The Savage Innocents is the ultimate Nicholas Ray film. Perhaps it is only fitting that it should initiate a decade (from outside the US) that would move toward Ray's own worldview, rather than occurring in a second that found him at odds with the America around him, which he may have defined, but in negative.
6 comments:
Wonderful to hear about these little-seen features (I've never stumbled on them; lucky you!)... I have a personal favorite obscure Ray feature, 1952's "The Lusty Men" - I would kill for some sort of retrospective box of Ray's unsung features... Make it so, Criterion!
I agree with you on the very fine The Lusty Men, which I guess goes to show just how under-seen Ray really is. Party Girl is available on a French DVD, and The Savage Innocents on a UK Masters of Cinema release, my favorite in the group, but certainly a Criterion box set would be in order for American fans.
The Lusty Men is great! There's a magazine ad of it hanging over my TV.
There's a Film Forum retro going on right now, and most of these are screening. I saw WIND last night, and thought it was minor, but fascinating, especially the sequences on Cottonmouth's island. The whole outlaw ethos, and "protest" speech are incredibly powerful.

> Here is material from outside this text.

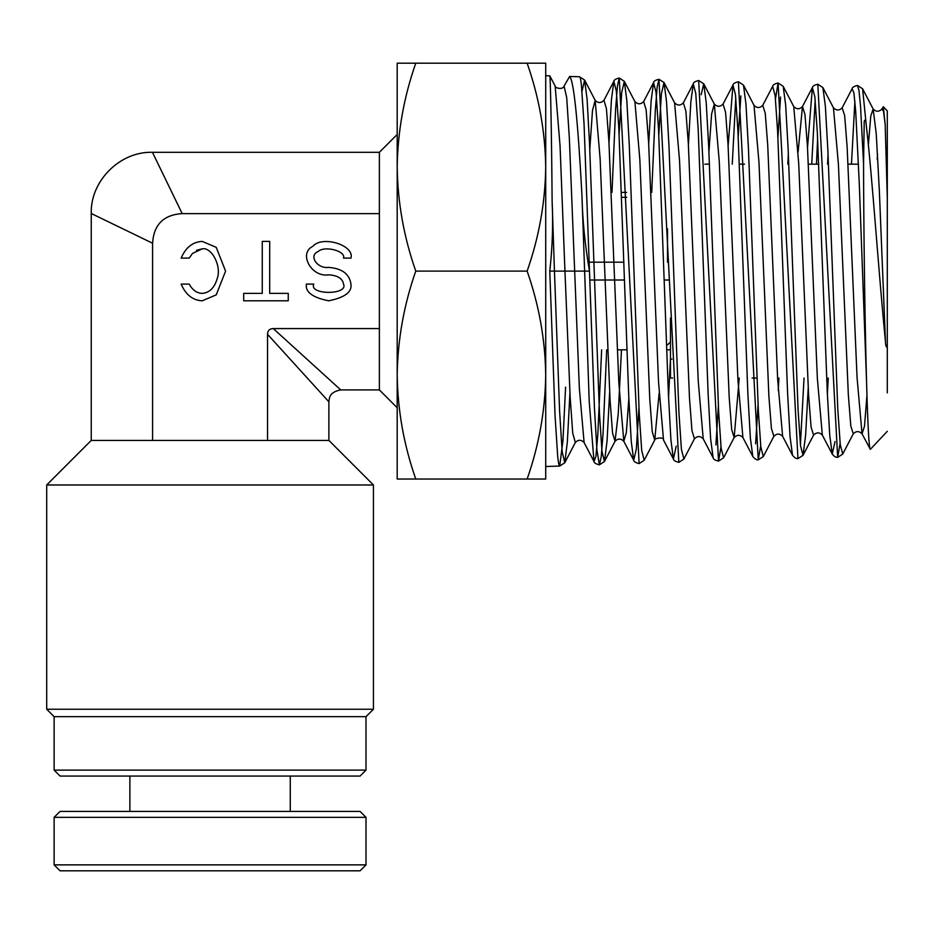 <?xml version="1.0" encoding="UTF-8"?>
<svg xmlns="http://www.w3.org/2000/svg" width="934" height="934" viewBox="0 0 934 934"><rect width="100%" height="100%" fill="white"/><g stroke="black" fill="none" stroke-linecap="round" stroke-linejoin="round"><path stroke-width="1.4" d="M54.125 817.343L60.068 811.413L360.069 811.413L366.011 817.343L54.125 817.343L54.125 864.872L366.011 864.872L360.069 870.815L60.068 870.815L54.125 864.872M397.195 407.738L379.379 389.922L379.379 213.629L182.188 213.629L152.44 152.3L182.188 213.629C163.602 214.762 153.736 224.627 152.592 243.237L91.252 213.489L152.592 243.237L152.592 440.416L328.885 440.416L373.437 484.968L46.7 484.968L91.252 440.416L152.592 440.416M373.437 709.233L366.011 716.658L54.125 716.658L46.7 709.233L373.437 709.233L373.437 484.968M360.069 776.061L60.068 776.061L54.125 770.118L366.011 770.118L360.069 776.061M46.7 709.233L46.7 484.968M379.379 328.581L273.288 328.581C269.564 328.675 267.649 330.589 267.544 334.325L328.885 401.807L328.885 440.416M202.199 293.381C209.496 292.809 214.54 287.789 217.295 278.332C221.72 266.318 211.773 246.891 202.199 248.829L192.439 253.476L189.228 258.111L181.161 258.111C185.679 247.487 192.696 241.918 202.199 241.404L216.233 247.347L225.584 271.105L216.233 294.875L202.199 300.806C192.696 300.293 185.679 294.724 181.161 284.099L189.228 284.099C192.486 290.089 196.805 293.183 202.199 293.381L202.818 293.369M350.939 284.099C349.514 274.024 342.089 268.455 328.663 267.393C317.233 269.004 308.255 255.461 318.155 251.55C324.413 245.362 346.082 250.966 343.514 258.111L350.939 258.111C354.792 245.257 322.3 235.158 312.902 246.296C298.051 253.336 311.512 277.713 328.663 274.818C337.618 275.413 342.568 278.507 343.514 284.099C348.791 295.121 308.524 295.121 313.801 284.099L306.375 284.099C305.114 292.003 312.54 297.572 328.663 300.806C344.774 297.572 352.2 292.003 350.939 284.099M54.125 716.658L54.125 770.118M366.011 716.658L366.011 770.118M666.444 344.903L667.495 344.903L670.472 341.914M589.774 280.013L624.484 280.013M664.202 280.013L669.199 280.013M589.191 262.197L623.889 262.197M667.495 262.197L667.495 228.807M626.714 197.308L621.67 197.308M672.655 378.036L670.472 378.036L670.472 317.992L670.472 359.088L671.92 359.088M202.199 248.829L196.502 250.3M269.692 241.404L269.692 293.381L288.256 293.381L288.256 300.806L243.704 300.806L243.704 293.381L262.267 293.381L262.267 241.404L269.692 241.404M91.252 440.416L91.252 213.489C90.248 180.998 119.961 151.285 152.44 152.3L379.379 152.3L379.379 213.629M273.288 328.581L340.758 389.922L273.288 328.581M267.544 334.325L267.544 440.416M887.3 197.856L885.175 124.491L883.331 106.698L887.3 110.924L887.3 392.887M704.843 164.174L709.443 164.174M739.448 164.174L744.526 164.174M808.412 164.174L818.803 164.174M848.072 164.174L858.486 164.174M752.127 378.036L756.855 378.036M670.472 349.818L666.619 349.818M626.889 349.818L617.351 349.818M626.539 192.392L621.484 192.392M887.3 431.298L870.348 449.336L862.035 433.82L857.062 377.569L847.138 147.023L844.663 115.571L842.176 107.784L852.088 88.8C852.205 87.411 854.015 86.302 857.517 85.461L862.596 88.788L873.162 109.021L870.768 116.003L868.375 144.968M883.331 106.698L881.883 109.021L883.529 111.368L885.175 124.491M581.415 85.192C580.796 79.612 580.177 76.798 579.559 76.763L569.623 76.448C573.733 80.196 577.831 119.669 581.929 194.867C582.477 219.63 584.988 245.047 589.482 271.105L584.054 124.059L581.415 85.192M565.595 387.131L562.957 440.65L559.699 466.066C559.034 466.066 558.357 462.809 557.691 456.294L555.053 415.677L549.776 271.105C552.438 247.241 553.22 223.915 552.122 201.114C551.527 126.709 550.336 74.872 549.787 75.829L545.713 75.701M606.691 349.818L603.06 433.458L601.239 456.761L599.418 464.828L596.931 450.188L594.456 408.24L589.482 271.105L564.953 271.105L560.061 145.973L555.17 86.091L549.787 75.829M569.938 393.202L567.347 442.086L564.766 462.75L559.711 466.066L545.713 466.51M415.77 271.105C403.873 237.166 397.686 202.515 397.195 167.151L397.195 479.025L415.77 479.025C403.873 445.086 397.686 410.435 397.195 375.071C397.697 339.626 403.885 304.974 415.77 271.105L527.138 271.105C539.035 305.056 545.222 339.707 545.713 375.071C545.211 410.516 539.023 445.168 527.138 479.025L545.713 479.025L545.713 167.151C545.211 202.596 539.023 237.248 527.138 271.105M415.77 479.025L527.138 479.025M415.77 63.185L397.195 63.185L397.195 167.151C397.697 131.706 403.885 97.043 415.77 63.185L527.138 63.185C539.035 97.124 545.222 131.787 545.713 167.151L545.713 63.185L527.138 63.185M575.321 442.529L572.729 433.154L570.137 396.892L564.953 271.105L554.446 271.105L559.606 411.182L562.186 451.834L564.766 462.75L575.321 442.529C578.251 439.552 581.17 439.552 584.1 442.518L579.36 388.322L569.343 138.01L566.704 97.626L564.066 86.091L569.623 76.448M870.348 449.336C869.075 449.382 867.803 426.663 866.542 381.189C864.826 320.047 863.67 227.394 863.553 163.87L860.541 106.301L859.023 90.773L857.517 85.461M854.89 101.222L851.469 164.174M840.121 443.428L837.658 457.38L817.81 84.223L822.889 87.551L833.443 107.784C836.362 110.714 839.269 110.714 842.176 107.784M815.184 100.078L811.728 164.174M804.046 378.036L800.415 444.584M760.696 445.74L758.245 459.867L763.311 456.539L773.866 436.306C776.784 433.364 779.703 433.364 782.622 436.318L792.534 455.302C794.367 457.637 796.177 458.746 797.951 458.629L778.104 82.986L775.477 98.934M739.238 378.036L734.159 437.556C737.043 434.602 739.961 434.602 742.915 437.556L752.827 456.539C754.684 458.886 756.493 459.995 758.245 459.867L738.397 81.737L743.464 85.064L754.018 105.297C756.937 108.239 759.856 108.239 762.763 105.297L772.675 86.313C772.792 84.924 774.601 83.815 778.104 82.986L783.182 86.313L793.737 106.546C796.644 109.476 799.562 109.476 802.469 106.546L798.103 152.079M735.77 97.79L732.256 164.174M720.99 446.896L718.538 461.104L698.679 80.499L703.757 83.826L701.142 94.743M676.204 446.148L673.414 459.026C673.531 460.404 675.34 461.513 678.831 462.342L658.972 79.262L657.162 87.072L655.341 109.943L651.722 192.392M638.949 407.831L636.323 449.102L633.707 460.264C633.824 461.641 635.634 462.75 639.125 463.591L619.265 78.012L617.444 85.928L615.623 109.068L611.992 192.392M552.122 201.114L554.446 271.105L549.776 271.105M863.553 163.87L864.184 124.117C863.857 118.583 866.063 118.793 866.25 125.074C872.333 177.238 878.66 272.973 885.479 341.891C885.385 345.195 887.008 350.6 887.3 343.946M866.25 125.074L862.596 88.788M835.031 441.572L832.241 454.052C834.062 456.376 835.872 457.485 837.658 457.38L842.737 454.052L840.261 444.724L837.775 408.975L827.851 149.895L825.364 106.184L822.889 87.551M817.635 138.419L816.468 164.174M808.202 388.159L805.61 435.291L803.03 455.29L800.543 445.88L798.068 409.839L788.144 149.008L785.657 105.04L783.182 86.313M780.555 97.054L777.929 137.52M763.311 456.539L760.836 447.024L758.35 410.715L748.426 148.121L745.951 103.884L743.464 85.064M740.849 95.898L738.222 136.621M678.831 462.353L683.898 459.026L694.452 438.805C697.371 435.839 700.29 435.839 703.209 438.793L713.121 457.788C713.237 459.166 715.047 460.275 718.538 461.104L723.605 457.788L721.118 448.18L718.643 411.602L708.719 147.233L706.232 102.728L703.757 83.826L714.312 104.059L711.615 113.948L708.929 151.962M683.898 459.026L681.411 449.336L678.925 412.489L669.001 146.334L666.526 101.573L664.039 82.577L661.424 93.657L658.797 134.835M639.125 463.591L644.18 460.275L641.705 450.492L639.218 413.388L629.294 145.447L626.807 100.417L624.332 81.34L621.705 92.513L619.09 133.936M609.645 392.362L607.065 440.953L604.473 461.513L601.998 451.659L599.511 414.287L589.576 144.56L587.101 99.249L584.614 80.09L582.01 91.275M885.479 341.891L879.314 190.081L876.232 133.574L873.162 109.021C876.069 111.952 878.976 111.952 881.883 109.021M842.737 454.052L853.291 433.82L850.816 426.044L848.329 394.673L838.405 164.186L833.443 107.784M828.061 154.472L827.547 164.174M797.951 458.629L803.03 455.29L813.584 435.069L811.097 427.188L808.622 395.537L798.698 163.31L793.737 106.546M788.343 153.643L787.794 164.174M778.909 378.036L778.244 390.587M773.866 436.306L771.391 428.332L768.904 396.413L758.98 162.423L754.018 105.297M723.605 457.788L734.159 437.556L731.672 429.488L729.197 397.3L719.273 161.535L714.312 104.059C717.23 107.001 720.137 107.001 723.056 104.059L732.968 85.064L728.111 145.867M694.452 438.805L691.966 430.644L689.49 398.176L679.555 160.648L674.593 102.81C677.512 105.764 680.431 105.764 683.349 102.81L693.261 83.826L690.833 102.063L688.405 144.98M659.124 393.272L654.734 440.042L652.259 431.8L649.772 399.075L639.848 159.749L634.886 101.561C637.805 104.526 640.724 104.526 643.654 101.561L653.555 82.577L651.126 100.919L648.698 144.093M621.472 349.818L618.25 413.692L615.027 441.292L612.541 432.967L610.065 399.974L600.13 158.862L595.168 100.323L592.483 110.551L589.798 149.44M877.516 153.865L877.213 159.41M866.962 395.222L864.499 426.184L862.035 433.82C859.14 430.889 856.221 430.889 853.291 433.82M828.248 378.036L827.372 394.136M813.584 435.069C816.538 432.15 819.445 432.15 822.329 435.069L817.367 378.468L807.431 146.136L804.956 114.415L802.469 106.546L812.382 87.551L807.525 147.642M782.622 436.318L777.66 379.367L767.725 145.249L765.25 113.259L762.763 105.297M742.915 437.556L737.953 380.255L728.03 144.361L725.543 112.103L723.056 104.059M703.209 438.793L698.247 381.13L688.323 143.474L685.836 110.948L683.349 102.81M670.472 358.352L668.546 397.674M644.18 460.275L654.734 440.042C652.668 438.711 664.483 436.225 663.514 440.042L658.54 382.006L648.616 142.587L646.13 109.803L643.654 101.561M628.851 398.561L626.329 432.594L623.807 441.28L618.833 382.87L608.91 141.711L606.423 108.648L603.948 100.312L613.848 81.328L611.42 99.763L608.991 143.206M866.542 381.189L859.315 184.418L855.696 111.204L853.898 92.77L852.088 88.8M822.329 435.069L832.241 454.052L829.754 435.501L827.267 391.895L817.343 132.71L814.857 96.879L812.382 87.551C812.498 86.173 814.308 85.052 817.81 84.223M792.534 455.302L790.047 436.668L787.572 392.782L777.637 131.811L775.162 95.723L772.675 86.313M758.069 405.146L755.618 443.86M752.827 456.539L750.341 437.824L747.865 393.669L737.93 130.923L735.455 94.556L732.968 85.064C733.085 83.686 734.895 82.577 738.397 81.737M718.363 406.045L715.911 445.004M713.121 457.788L710.634 438.968L708.159 394.557L698.223 130.036L695.748 93.412L693.261 83.826C693.378 82.449 695.188 81.34 698.679 80.499M663.514 440.042L673.414 459.026L670.927 440.112L668.452 395.432L658.517 129.161L656.042 92.256L653.555 82.577C653.672 81.2 655.481 80.09 658.972 79.262L664.039 82.577L674.593 102.81M601.648 349.818L597.818 434.625L595.915 456.457L594.001 461.501C594.117 462.879 595.915 463.988 599.418 464.828L604.473 461.513L615.027 441.292C617.934 438.326 620.865 438.326 623.807 441.28L633.707 460.264L631.232 441.257L628.745 396.296L618.81 128.273L616.335 91.1L613.848 81.328C613.965 79.95 615.763 78.853 619.265 78.012L624.332 81.34L634.886 101.561M584.1 442.518L594.001 461.501L589.237 401.725L581.929 194.867M290.264 776.061L290.264 811.413M366.011 817.343L366.011 864.872M129.873 776.061L129.873 811.413M379.379 389.922L340.758 389.922C328.978 392.187 329.457 398.094 328.885 401.807M379.379 152.3L397.195 134.473M579.559 76.775L584.614 80.09L595.168 100.323C598.087 103.277 601.017 103.277 603.948 100.312M555.17 86.091C553.839 87.376 562.63 90.586 564.066 86.091"/></g></svg>

The production was a nightmare, as detailed in Bernard Eisenschitz's great bio of Ray, "An American Journey". The producer, Stuart Schulberg, and his screenwriter brother Budd, basically wrested the shoot away from Ray, claiming he was unstable. In any case, the best scene, the drinking contest between Ives and Plummer, was the last sequence Ray shot. Schulberg helmed the final sequence. Ray wanted his name taken off, but it didn't happen.
Party Girl shows next Thursday. I'm pumped.
Rob, I don't wholly disagree with your assessment of Winds Across the Everglades. I'm not sure I would use the word minor, simply because it embodies the director's work fairly saliently, but certainly there is something off about it. It is rather clearly the least of the three in terms of quality.
It definitely exhibits Ray's thematic concerns (outlaws, subversion, etc.), but the execution is wanting due to production circumstances. Scenes were removed and reams were cut out by the Schulbergs. I'd take Born to be Bad over it, even though Ray's influence is harder to detect, aside from his casting of Robert Ryan, whom I'm in love with.
The drinking contest sequence is worth most directors' entire output, though.
The drinking contest sequence is worth most directors' entire output, though. Agreed. Really, whatever excellence there is in Wind Across the Everglades, and I would agree that there isn't too much, is more or less limited to this sequence. (Accordingly, in the spirit of revisionism, I have added a couple of sentences to better construe this in the original piece. Rob, thank you for keeping me honest here.)
I have not had the chance to see Born to be Bad, which does rank near the top of my Nick Ray to-see list.
Also, on our recent discussion over at Movie Morlocks, I did go ahead and re-see Sudden Impact, which upon a second viewing I found phenomenal, easily among Eastwood's best. I will have to find some venue to record my thoughts on it, be it here or elsewhere. I would say that I agree with the very strong Hitchcock connection, though I think it is more Strangers on a Train / North by Northwest than Vertigo, in spite of the San Francisco location, Locke's appearance (more Marnie, actually?) and especially its double-chase structure. Truly masterful, thanks for the recommendation; Firefox is in the mail.